Posted: April 25, 2019 at 8:59 am   /   by   /   comments (3)

Moody’s downgraded Ontario’s credit rating late last week. It was a small tick downward, Aa2 to Aa3. But an important signal. One it seems many in our increasingly tribal politics are bound to read incorrectly.

Moody’s is a credit rating agency that evaluates the underlying strength of an organization’s finances to evaluate its ability to pay its debts. Who is a better, or worse, risk. They examine companies, nations or any group that borrows money. Their rating typically governs how much interest the borrower shall pay. The higher the risk, the lower the credit rating. The lower the credit rating, the more the borrower pays.

So in this way, Moody’s evaluation has a direct impact on Ontario residents. When they lower our credit rating, we pay more on interest. That means less money for other services or programs. Or, alternatively, we pay more through higher taxes.

Several armchair observers, and even a few financially challenged or confused columnists, seized upon Moody’s downgrade as an aha! moment this past weekend. Many of these folks were already animated by planned cuts to education and public health spending. They point to Moody’s concern about lower revenue as proof of the failure, perhaps even depravity, of the Conservative government’s financial management.

This government’s first budget is not yet a month old. It is unhelpful and unwise to make this judgement. Not yet anyway. Further, you must dismiss headlines like “Ford cuts school breakfast programs” as the misleading propaganda it is. Instead, read the actual planned measures.

In fact, his government is trimming, by about six per cent, 11 grants the province gives to third party organizations and school boards to fund a basket of specialized education programs, including tutors in the classrooms, experiential learning for adults, and focus on youth after school program.

The province spent $400 million on these grants last year. Some believe this method is inefficient, wasteful, and inasmuch as it is given to some boards and not others, unfair. The Conservative government proposes to spend $25 million less on these grants this year. A 6.25 per cent decrease. It is entirely appropriate to debate the merit of these programs. But we must do so with more facts and less instinctive reflexes.

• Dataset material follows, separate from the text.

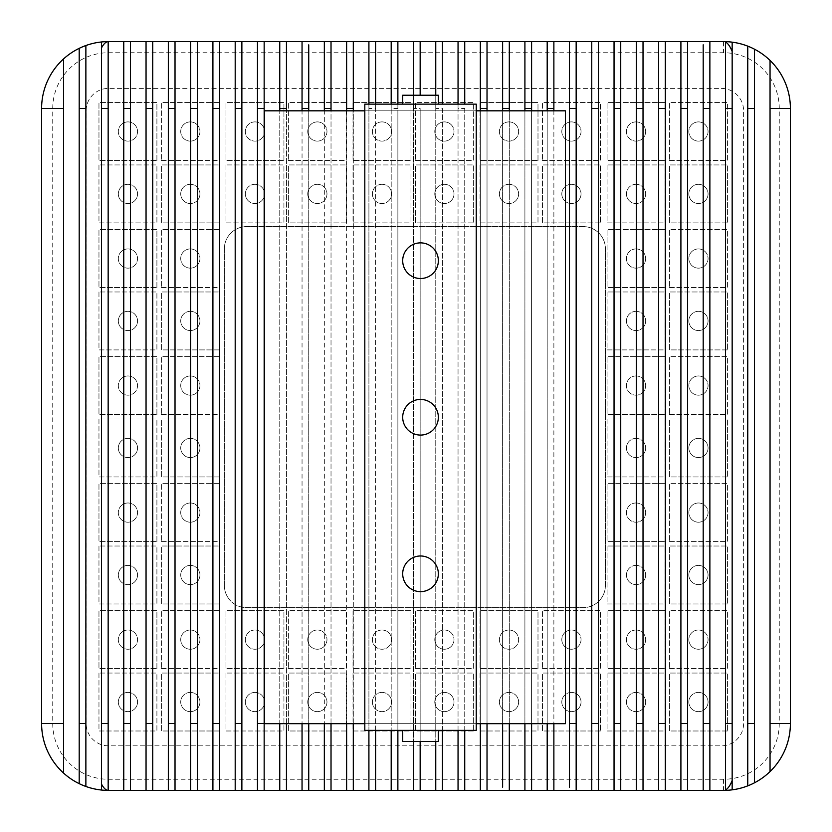 <?xml version="1.0" encoding="UTF-8"?>
<svg xmlns="http://www.w3.org/2000/svg" width="832" height="832" viewBox="0 0 832 832"><rect width="100%" height="100%" fill="white"/><g stroke="black" fill="none" stroke-linecap="round" stroke-linejoin="round"><path stroke-width="0.62" stroke-dasharray="4.16 3.12" d="M438.35 730.371L402.698 730.371L438.35 730.371M402.698 104.146L438.35 104.146L402.698 104.146M420.524 555.984A17.826 17.826 0 0 0 402.698 573.81A17.826 17.826 0 0 0 420.524 591.646A17.826 17.826 0 0 0 438.35 573.81A17.826 17.826 0 0 0 420.524 555.984M420.524 242.871A17.826 17.826 0 0 0 402.698 260.697A17.826 17.826 0 0 0 420.524 278.522A17.826 17.826 0 0 0 438.35 260.697A17.826 17.826 0 0 0 420.524 242.871M420.524 399.422A17.826 17.826 0 0 0 402.698 417.258A17.826 17.826 0 0 0 420.524 435.084A17.826 17.826 0 0 0 438.35 417.258A17.826 17.826 0 0 0 420.524 399.422M698.443 248.924A9.61 9.61 0 0 1 708.063 258.544A9.61 9.61 0 0 1 698.443 268.154A9.61 9.61 0 0 1 688.834 258.544A9.61 9.61 0 0 1 698.443 248.924A9.61 9.61 0 0 1 708.063 258.544A9.61 9.61 0 0 1 698.443 268.154A9.61 9.61 0 0 1 688.834 258.544A9.61 9.61 0 0 1 698.443 248.924M636.043 248.924A9.61 9.61 0 0 1 645.663 258.544A9.61 9.61 0 0 1 636.043 268.154A9.61 9.61 0 0 1 626.434 258.544A9.61 9.61 0 0 1 636.043 248.924A9.61 9.61 0 0 1 645.663 258.544A9.61 9.61 0 0 1 636.043 268.154A9.61 9.61 0 0 1 626.434 258.544A9.61 9.61 0 0 1 636.043 248.924M698.443 311.324A9.61 9.61 0 0 1 708.063 320.944A9.61 9.61 0 0 1 698.443 330.554A9.61 9.61 0 0 1 688.834 320.944A9.61 9.61 0 0 1 698.443 311.324A9.61 9.61 0 0 1 708.063 320.944A9.61 9.61 0 0 1 698.443 330.554A9.61 9.61 0 0 1 688.834 320.944A9.61 9.61 0 0 1 698.443 311.324M636.043 311.324A9.61 9.61 0 0 1 645.663 320.944A9.61 9.61 0 0 1 636.043 330.554A9.61 9.61 0 0 1 626.434 320.944A9.61 9.61 0 0 1 636.043 311.324A9.61 9.61 0 0 1 645.663 320.944A9.61 9.61 0 0 1 636.043 330.554A9.61 9.61 0 0 1 626.434 320.944A9.61 9.61 0 0 1 636.043 311.324M698.443 375.96A9.61 9.61 0 0 1 708.063 385.57A9.61 9.61 0 0 1 698.443 395.179A9.61 9.61 0 0 1 688.834 385.57A9.61 9.61 0 0 1 698.443 375.96A9.61 9.61 0 0 1 708.063 385.57A9.61 9.61 0 0 1 698.443 395.179A9.61 9.61 0 0 1 688.834 385.57A9.61 9.61 0 0 1 698.443 375.96M636.043 375.96A9.61 9.61 0 0 1 645.663 385.57A9.61 9.61 0 0 1 636.043 395.179A9.61 9.61 0 0 1 626.434 385.57A9.61 9.61 0 0 1 636.043 375.96A9.61 9.61 0 0 1 645.663 385.57A9.61 9.61 0 0 1 636.043 395.179A9.61 9.61 0 0 1 626.434 385.57A9.61 9.61 0 0 1 636.043 375.96M698.443 438.36A9.61 9.61 0 0 1 708.063 447.97A9.61 9.61 0 0 1 698.443 457.579A9.61 9.61 0 0 1 688.834 447.97A9.61 9.61 0 0 1 698.443 438.36A9.61 9.61 0 0 1 708.063 447.97A9.61 9.61 0 0 1 698.443 457.579A9.61 9.61 0 0 1 688.834 447.97A9.61 9.61 0 0 1 698.443 438.36M636.043 438.36A9.61 9.61 0 0 1 645.663 447.97A9.61 9.61 0 0 1 636.043 457.579A9.61 9.61 0 0 1 626.434 447.97A9.61 9.61 0 0 1 636.043 438.36A9.61 9.61 0 0 1 645.663 447.97A9.61 9.61 0 0 1 636.043 457.579A9.61 9.61 0 0 1 626.434 447.97A9.61 9.61 0 0 1 636.043 438.36M698.443 502.986A9.61 9.61 0 0 1 708.063 512.595A9.61 9.61 0 0 1 698.443 522.205A9.61 9.61 0 0 1 688.834 512.595A9.61 9.61 0 0 1 698.443 502.986A9.61 9.61 0 0 1 708.063 512.595A9.61 9.61 0 0 1 698.443 522.205A9.61 9.61 0 0 1 688.834 512.595A9.61 9.61 0 0 1 698.443 502.986M636.043 502.986A9.61 9.61 0 0 1 645.663 512.595A9.61 9.61 0 0 1 636.043 522.205A9.61 9.61 0 0 1 626.434 512.595A9.61 9.61 0 0 1 636.043 502.986A9.61 9.61 0 0 1 645.663 512.595A9.61 9.61 0 0 1 636.043 522.205A9.61 9.61 0 0 1 626.434 512.595A9.61 9.61 0 0 1 636.043 502.986M698.443 565.386A9.61 9.61 0 0 1 708.063 574.995A9.61 9.61 0 0 1 698.443 584.605A9.61 9.61 0 0 1 688.834 574.995A9.61 9.61 0 0 1 698.443 565.386A9.61 9.61 0 0 1 708.063 574.995A9.61 9.61 0 0 1 698.443 584.605A9.61 9.61 0 0 1 688.834 574.995A9.61 9.61 0 0 1 698.443 565.386M636.043 565.386A9.61 9.61 0 0 1 645.663 574.995A9.61 9.61 0 0 1 636.043 584.605A9.61 9.61 0 0 1 626.434 574.995A9.61 9.61 0 0 1 636.043 565.386A9.61 9.61 0 0 1 645.663 574.995A9.61 9.61 0 0 1 636.043 584.605A9.61 9.61 0 0 1 626.434 574.995A9.61 9.61 0 0 1 636.043 565.386M190.33 248.924A9.61 9.61 0 0 1 199.94 258.544A9.61 9.61 0 0 1 190.33 268.154A9.61 9.61 0 0 1 180.721 258.544A9.61 9.61 0 0 1 190.33 248.924A9.61 9.61 0 0 1 199.94 258.544A9.61 9.61 0 0 1 190.33 268.154A9.61 9.61 0 0 1 180.721 258.544A9.61 9.61 0 0 1 190.33 248.924M127.93 248.924A9.61 9.61 0 0 1 137.54 258.544A9.61 9.61 0 0 1 127.93 268.154A9.61 9.61 0 0 1 118.321 258.544A9.61 9.61 0 0 1 127.93 248.924A9.61 9.61 0 0 1 137.54 258.544A9.61 9.61 0 0 1 127.93 268.154A9.61 9.61 0 0 1 118.321 258.544A9.61 9.61 0 0 1 127.93 248.924M190.33 311.324A9.61 9.61 0 0 1 199.94 320.944A9.61 9.61 0 0 1 190.33 330.554A9.61 9.61 0 0 1 180.721 320.944A9.61 9.61 0 0 1 190.33 311.324A9.61 9.61 0 0 1 199.94 320.944A9.61 9.61 0 0 1 190.33 330.554A9.61 9.61 0 0 1 180.721 320.944A9.61 9.61 0 0 1 190.33 311.324M127.93 311.324A9.61 9.61 0 0 1 137.54 320.944A9.61 9.61 0 0 1 127.93 330.554A9.61 9.61 0 0 1 118.321 320.944A9.61 9.61 0 0 1 127.93 311.324A9.61 9.61 0 0 1 137.54 320.944A9.61 9.61 0 0 1 127.93 330.554A9.61 9.61 0 0 1 118.321 320.944A9.61 9.61 0 0 1 127.93 311.324M190.33 375.96A9.61 9.61 0 0 1 199.94 385.57A9.61 9.61 0 0 1 190.33 395.179A9.61 9.61 0 0 1 180.721 385.57A9.61 9.61 0 0 1 190.33 375.96A9.61 9.61 0 0 1 199.94 385.57A9.61 9.61 0 0 1 190.33 395.179A9.61 9.61 0 0 1 180.721 385.57A9.61 9.61 0 0 1 190.33 375.96M127.93 375.96A9.61 9.61 0 0 1 137.54 385.57A9.61 9.61 0 0 1 127.93 395.179A9.61 9.61 0 0 1 118.321 385.57A9.61 9.61 0 0 1 127.93 375.96A9.61 9.61 0 0 1 137.54 385.57A9.61 9.61 0 0 1 127.93 395.179A9.61 9.61 0 0 1 118.321 385.57A9.61 9.61 0 0 1 127.93 375.96M190.33 438.36A9.61 9.61 0 0 1 199.94 447.97A9.61 9.61 0 0 1 190.33 457.579A9.61 9.61 0 0 1 180.721 447.97A9.61 9.61 0 0 1 190.33 438.36A9.61 9.61 0 0 1 199.94 447.97A9.61 9.61 0 0 1 190.33 457.579A9.61 9.61 0 0 1 180.721 447.97A9.61 9.61 0 0 1 190.33 438.36M127.93 438.36A9.61 9.61 0 0 1 137.54 447.97A9.61 9.61 0 0 1 127.93 457.579A9.61 9.61 0 0 1 118.321 447.97A9.61 9.61 0 0 1 127.93 438.36A9.61 9.61 0 0 1 137.54 447.97A9.61 9.61 0 0 1 127.93 457.579A9.61 9.61 0 0 1 118.321 447.97A9.61 9.61 0 0 1 127.93 438.36M190.33 502.986A9.61 9.61 0 0 1 199.94 512.595A9.61 9.61 0 0 1 190.33 522.205A9.61 9.61 0 0 1 180.721 512.595A9.61 9.61 0 0 1 190.33 502.986A9.61 9.61 0 0 1 199.94 512.595A9.61 9.61 0 0 1 190.33 522.205A9.61 9.61 0 0 1 180.721 512.595A9.61 9.61 0 0 1 190.33 502.986M127.93 502.986A9.61 9.61 0 0 1 137.54 512.595A9.61 9.61 0 0 1 127.93 522.205A9.61 9.61 0 0 1 118.321 512.595A9.61 9.61 0 0 1 127.93 502.986A9.61 9.61 0 0 1 137.54 512.595A9.61 9.61 0 0 1 127.93 522.205A9.61 9.61 0 0 1 118.321 512.595A9.61 9.61 0 0 1 127.93 502.986M190.33 565.386A9.61 9.61 0 0 1 199.94 574.995A9.61 9.61 0 0 1 190.33 584.605A9.61 9.61 0 0 1 180.721 574.995A9.61 9.61 0 0 1 190.33 565.386A9.61 9.61 0 0 1 199.94 574.995A9.61 9.61 0 0 1 190.33 584.605A9.61 9.61 0 0 1 180.721 574.995A9.61 9.61 0 0 1 190.33 565.386M127.93 565.386A9.61 9.61 0 0 1 137.54 574.995A9.61 9.61 0 0 1 127.93 584.605A9.61 9.61 0 0 1 118.321 574.995A9.61 9.61 0 0 1 127.93 565.386A9.61 9.61 0 0 1 137.54 574.995A9.61 9.61 0 0 1 127.93 584.605A9.61 9.61 0 0 1 118.321 574.995A9.61 9.61 0 0 1 127.93 565.386M698.443 121.898A9.61 9.61 0 0 1 708.063 131.508A9.61 9.61 0 0 1 698.443 141.118A9.61 9.61 0 0 1 688.834 131.508A9.61 9.61 0 0 1 698.443 121.898A9.61 9.61 0 0 1 708.063 131.508A9.61 9.61 0 0 1 698.443 141.118A9.61 9.61 0 0 1 688.834 131.508A9.61 9.61 0 0 1 698.443 121.898M636.043 121.898A9.61 9.61 0 0 1 645.663 131.508A9.61 9.61 0 0 1 636.043 141.118A9.61 9.61 0 0 1 626.434 131.508A9.61 9.61 0 0 1 636.043 121.898A9.61 9.61 0 0 1 645.663 131.508A9.61 9.61 0 0 1 636.043 141.118A9.61 9.61 0 0 1 626.434 131.508A9.61 9.61 0 0 1 636.043 121.898M698.443 184.298A9.61 9.61 0 0 1 708.063 193.908A9.61 9.61 0 0 1 698.443 203.518A9.61 9.61 0 0 1 688.834 193.908A9.61 9.61 0 0 1 698.443 184.298A9.61 9.61 0 0 1 708.063 193.908A9.61 9.61 0 0 1 698.443 203.518A9.61 9.61 0 0 1 688.834 193.908A9.61 9.61 0 0 1 698.443 184.298M636.043 184.298A9.61 9.61 0 0 1 645.663 193.908A9.61 9.61 0 0 1 636.043 203.518A9.61 9.61 0 0 1 626.434 193.908A9.61 9.61 0 0 1 636.043 184.298A9.61 9.61 0 0 1 645.663 193.908A9.61 9.61 0 0 1 636.043 203.518A9.61 9.61 0 0 1 626.434 193.908A9.61 9.61 0 0 1 636.043 184.298M571.418 121.898A9.61 9.61 0 0 1 581.027 131.508A9.61 9.61 0 0 1 571.418 141.118A9.61 9.61 0 0 1 561.808 131.508A9.61 9.61 0 0 1 571.418 121.898A9.61 9.61 0 0 1 581.027 131.508A9.61 9.61 0 0 1 571.418 141.118A9.61 9.61 0 0 1 561.808 131.508A9.61 9.61 0 0 1 571.418 121.898M509.018 121.898A9.61 9.61 0 0 1 518.627 131.508A9.61 9.61 0 0 1 509.018 141.118A9.61 9.61 0 0 1 499.408 131.508A9.61 9.61 0 0 1 509.018 121.898A9.61 9.61 0 0 1 518.627 131.508A9.61 9.61 0 0 1 509.018 141.118A9.61 9.61 0 0 1 499.408 131.508A9.61 9.61 0 0 1 509.018 121.898M444.392 121.898A9.61 9.61 0 0 1 454.002 131.508A9.61 9.61 0 0 1 444.392 141.118A9.61 9.61 0 0 1 434.782 131.508A9.61 9.61 0 0 1 444.392 121.898A9.61 9.61 0 0 1 454.002 131.508A9.61 9.61 0 0 1 444.392 141.118A9.61 9.61 0 0 1 434.782 131.508A9.61 9.61 0 0 1 444.392 121.898M381.992 121.898A9.61 9.61 0 0 1 391.602 131.508A9.61 9.61 0 0 1 381.992 141.118A9.61 9.61 0 0 1 372.382 131.508A9.61 9.61 0 0 1 381.992 121.898A9.61 9.61 0 0 1 391.602 131.508A9.61 9.61 0 0 1 381.992 141.118A9.61 9.61 0 0 1 372.382 131.508A9.61 9.61 0 0 1 381.992 121.898M571.418 184.298A9.61 9.61 0 0 1 581.027 193.908A9.61 9.61 0 0 1 571.418 203.518A9.61 9.61 0 0 1 561.808 193.908A9.61 9.61 0 0 1 571.418 184.298A9.61 9.61 0 0 1 581.027 193.908A9.61 9.61 0 0 1 571.418 203.518A9.61 9.61 0 0 1 561.808 193.908A9.61 9.61 0 0 1 571.418 184.298M509.018 184.298A9.61 9.61 0 0 1 518.627 193.908A9.61 9.61 0 0 1 509.018 203.518A9.61 9.61 0 0 1 499.408 193.908A9.61 9.61 0 0 1 509.018 184.298A9.61 9.61 0 0 1 518.627 193.908A9.61 9.61 0 0 1 509.018 203.518A9.61 9.61 0 0 1 499.408 193.908A9.61 9.61 0 0 1 509.018 184.298M444.392 184.298A9.61 9.61 0 0 1 454.002 193.908A9.61 9.61 0 0 1 444.392 203.518A9.61 9.61 0 0 1 434.782 193.908A9.61 9.61 0 0 1 444.392 184.298A9.61 9.61 0 0 1 454.002 193.908A9.61 9.61 0 0 1 444.392 203.518A9.61 9.61 0 0 1 434.782 193.908A9.61 9.61 0 0 1 444.392 184.298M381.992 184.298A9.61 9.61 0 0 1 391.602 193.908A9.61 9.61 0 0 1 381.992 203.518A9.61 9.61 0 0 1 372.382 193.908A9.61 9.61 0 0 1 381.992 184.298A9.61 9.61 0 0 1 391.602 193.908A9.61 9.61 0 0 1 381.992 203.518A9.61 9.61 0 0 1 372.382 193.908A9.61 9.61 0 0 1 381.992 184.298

Many of those pinched by cuts in the last few weeks appeared to cheer Moody’s downgrade last week as proof of the failure of Doug Ford’s budget. And while his government may yet fall flat on its face, there is no basis—at least in terms of managing Ontario’s finances so far—to suggest that yet, despite our tribal leanings.

A fuller read of the Moody’s report makes it crystal clear this rating agency is worried almost exclusively about the size of Ontario’s debt. They worry, too, the Ford government didn’t do more in its first budget to trim the deficit (that is the difference between what the province takes in and what it spends) that is expanding this debt. They worry that when interest rates rise, Ontario will spend a great deal more on interest payments to fund this debt.

These aren’t new issues. Nor does the cause belong at the feet of this new Conservative government.

This column and many other observers have warned about the consequences of Ontario’s bloated debt for more than a decade. In October 2003, when Dalton McGuinty became premier, Ontario’s debt was $138 billion. This year it will reach $325 billion. It took more than a century to accumulate the debt load he inherited. It took just two decades for his government and then Kathleen Wynne’s to more than double it. By amassing so much debt McGuinty’s and Wynne’s governments compromised Ontario’s finances and ensured that any remedy will be hard to swallow.

This debt burden represents a real threat to the viability of the things that the province does—namely healthcare and education. Already Ontario’s interest payments consume more than every other ministry save education and health. When interest rates rise—and one day they will—this burden will balloon. This worries folks like Moody’s. It should worry you too.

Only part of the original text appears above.